7 Mar 2023 13:39

Unions halting operations at all LNG terminals in France; Gazprom requests 42.4 mcm for transit via Ukraine

MOSCOW. March 7 (Interfax) - Unions have begun halting operations at all four LNG terminals in France in order to protest pension reform in the country, with three Elengy facilities ceasing operations for a week, and the Fluxys terminal shutting down for two days, according to the local press.

France is Europe's largest buyer and receiver of LNG at 27% of all imports to the region. The country's terminals sent 117 million cubic meters of gas per day to the transmission system during the first five days of March.

Extracting gas from underground gas storage (UGS) facilities could theoretically offset the shutdown at the receiving terminals, as technical capacities allow for possibly covering the decreased volumes. However, France currently has some of the lowest reserves in UGS facilities at below 38%, with only Latvia having fewer reserves in Europe.

Gas flows from neighboring countries could also offset the shortage in the system, though this would likely affect prices on the spot market.

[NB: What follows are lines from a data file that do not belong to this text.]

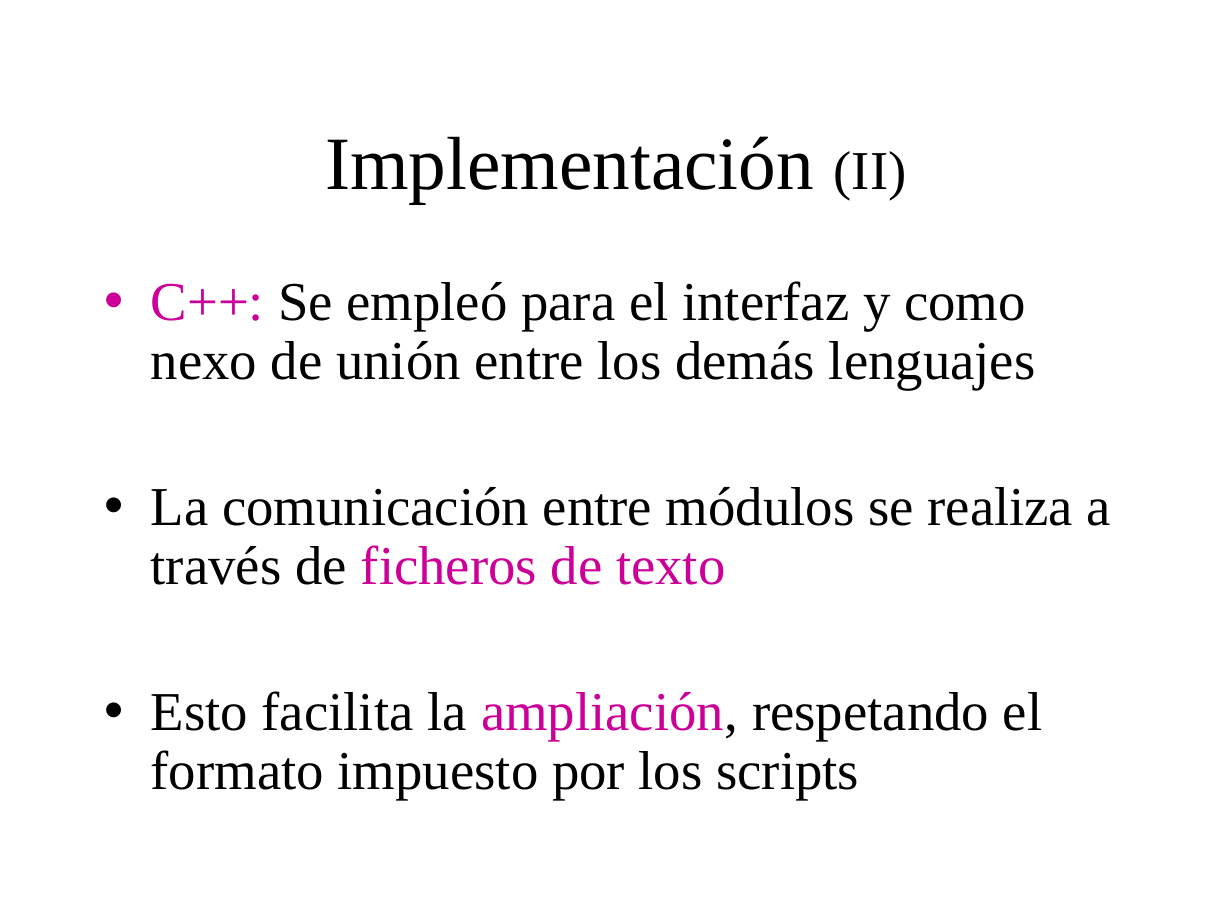
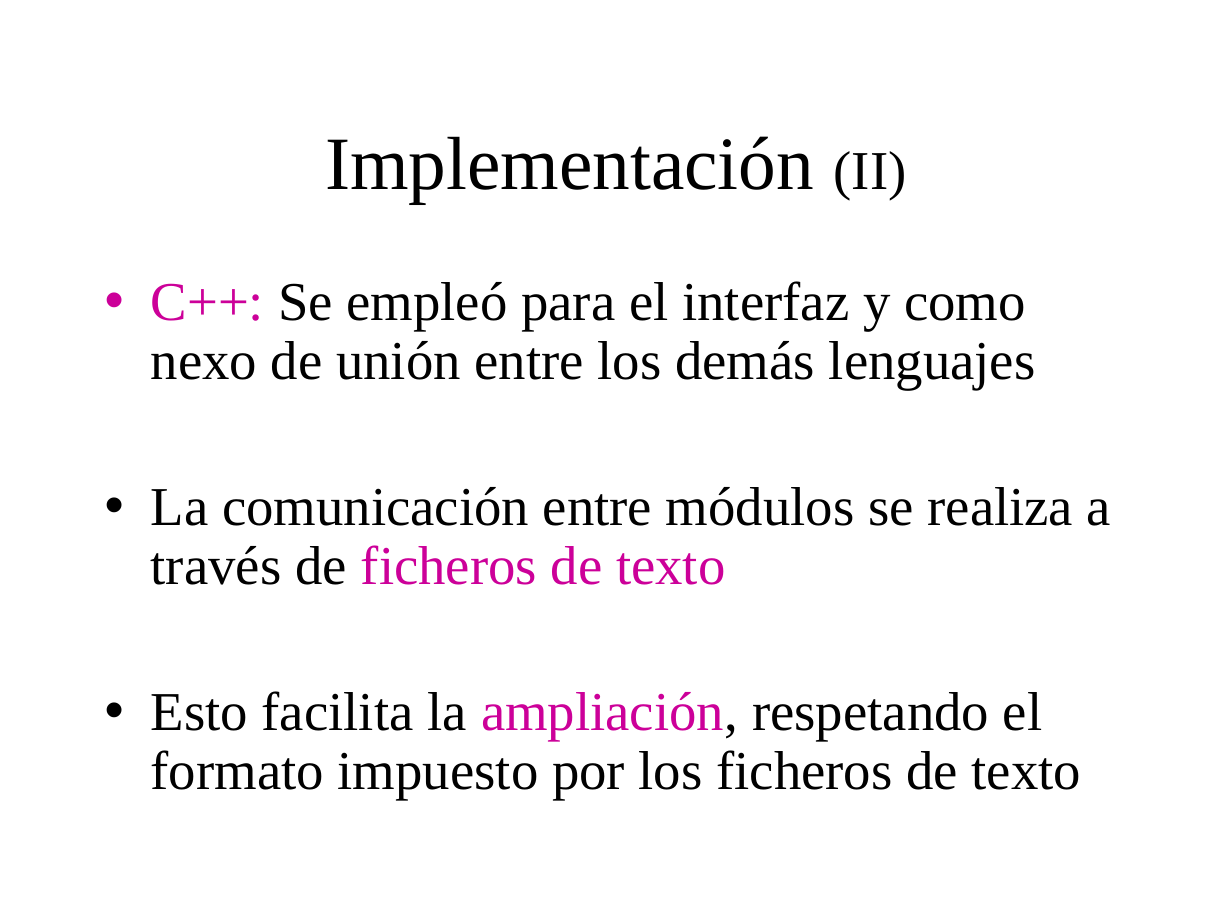
Before and after one commit to BackupTheBerlios/genaro, a slide deck: slide 30 of Documentos/MemoriaSSII/presentacion_proyecto2.ppt. Drawn at 1232x924 pixels with LibreOffice and Linux fonts; fonts in the diff are those of the drawing; background and template pictures are left out. Boxes give left, top, right and bottom in pixels: in the first picture for what was removed or moved away, otherwise in the second. Text is boxed around its words. In the diff, an @@ line names an element or a change of style, - is before the commit and + after.

```diff
--- a/Documentos/MemoriaSSII/presentacion_proyecto2.ppt
+++ b/Documentos/MemoriaSSII/presentacion_proyecto2.ppt
@@ text at (x1=151, y1=691, x2=1081, y2=800): text changed @@
-• Esto facilita la ampliación, respetando el formato impuesto por los scripts
+• Esto facilita la ampliación, respetando el formato impuesto por los ficheros de texto
```
Also in this commit, not shown: 9 other slides changed.

Moreover, the Interconnector gas pipeline halted operations this past weekend resulting from a breakdown in equipment at the LNG terminal in Bacton, UK.

UKRAINIAN TRANSIT

The Gas Transport System Operator of Ukraine, or GTSOU, has accepted a booking from Gazprom today to transport 42.4 million cubic meters of gas through the country, and the figure was 41.5 mcm of gas the previous day, data from the GTSOU show.

Capacity was requested only through one of two entry points into Ukraine's Gas Transport System, the Sudzha metering station. A request was not accepted through the Sokhranovka metering station.

"Gazprom is supplying Russian gas for transit through the territory of Ukraine at the volume confirmed by the Ukraine side via the Sudzha metering station at 42.4 mcm on March 7, with booking via the Sokhranovka metering station declined," Gazprom spokesman Sergei Kupriyanov told reporters.

The GTSOU has declared a force majeure with respect to acceptance of gas for transit through Sokhranovka, claiming that it cannot control the Novopskov compressor station. The route through Sokhranovka had provided transit of more than 30 mcm of gas per day.

Gazprom believes that there are no grounds for the force majeure or obstacles to continuing operations as before.

EUROPEAN MARKET

The day-ahead contract for today at the Dutch TTF gas hub in the Netherlands closed at $484 per thousand cubic meters.

A split between LNG prices in Asia and those in Europe has noticeably returned. In Asia, the most expensive futures contract for April on the JKM Platts index is $510 per thousand cubic meters, and futures under the LNG North-West Europe Marker are $471 per thousand cubic meters.

Wind turbines provided 13% of the region's electricity needs last week, dipping to 10.8% on Monday, and the figure was 16% two weeks ago, according to WindEurope.

The Interconnector gas pipeline halted operations this past weekend resulting from a breakdown in equipment at the LNG terminal in Bacton, UK. Gas deliveries through the pipeline gradually decreased from March 1 and completely stopped on March 4, and technicians have promised to remedy the matter by morning on March 8. The UK has a developed system of receiving terminals, and LNG regasified at the terminals is re-exported to the continent. One billion cubic meters of gas were pumped through Interconnector to Europe in February at about 38 million cubic meters per day.

EUROPEAN INVENTORIES

Current inventory levels in Europe's underground gas storage (UGS) facilities have declined to 58.93%, which is 21 percentage points above the average for the same date over the past five years, according to Gas Infrastructure Europe.

Inventories contracted 0.33 percentage point during the gas day for March 5, during the weekend, when demand typically declines. The weather forecast calls for slightly colder temperatures this week, resulting in increased offtake from UGS facilities.

The relatively mild weather in October, November and January, in addition to the continent's austerity measures, have resulted in the level of inventories in UGS facilities being at an all-time high for this time of year since monitoring began, thereby underpinning the authorities' confidence in getting through the winter in good shape.

European LNG terminals operated at 63% capacity in February, and the figure has been 74% since the start of March.

U.S. INVENTORIES

The state of gas in UGS facilities in the United States is of increasing importance for the global market, and the country is actively increasing gas exports, primarily to Europe.

Inventories decreased 2.3 billion cubic meters for the latest reporting week ending February 24, 2023, which is 33.3% less than the usual offtake for this time of the year.

The current level of inventories is around 44%, which is 19 percentage points higher than the average figure for the past five years, according to the U.S. Energy Department's Energy Information Administration. The current level of inventories is close to the highest figure for the past five years.

Freeport LNG, the United States' largest LNG plant, has announced reopening two of its three liquefaction lines, thereby reducing the excess gas on the U.S. market and boosting supplies of LNG to the global market.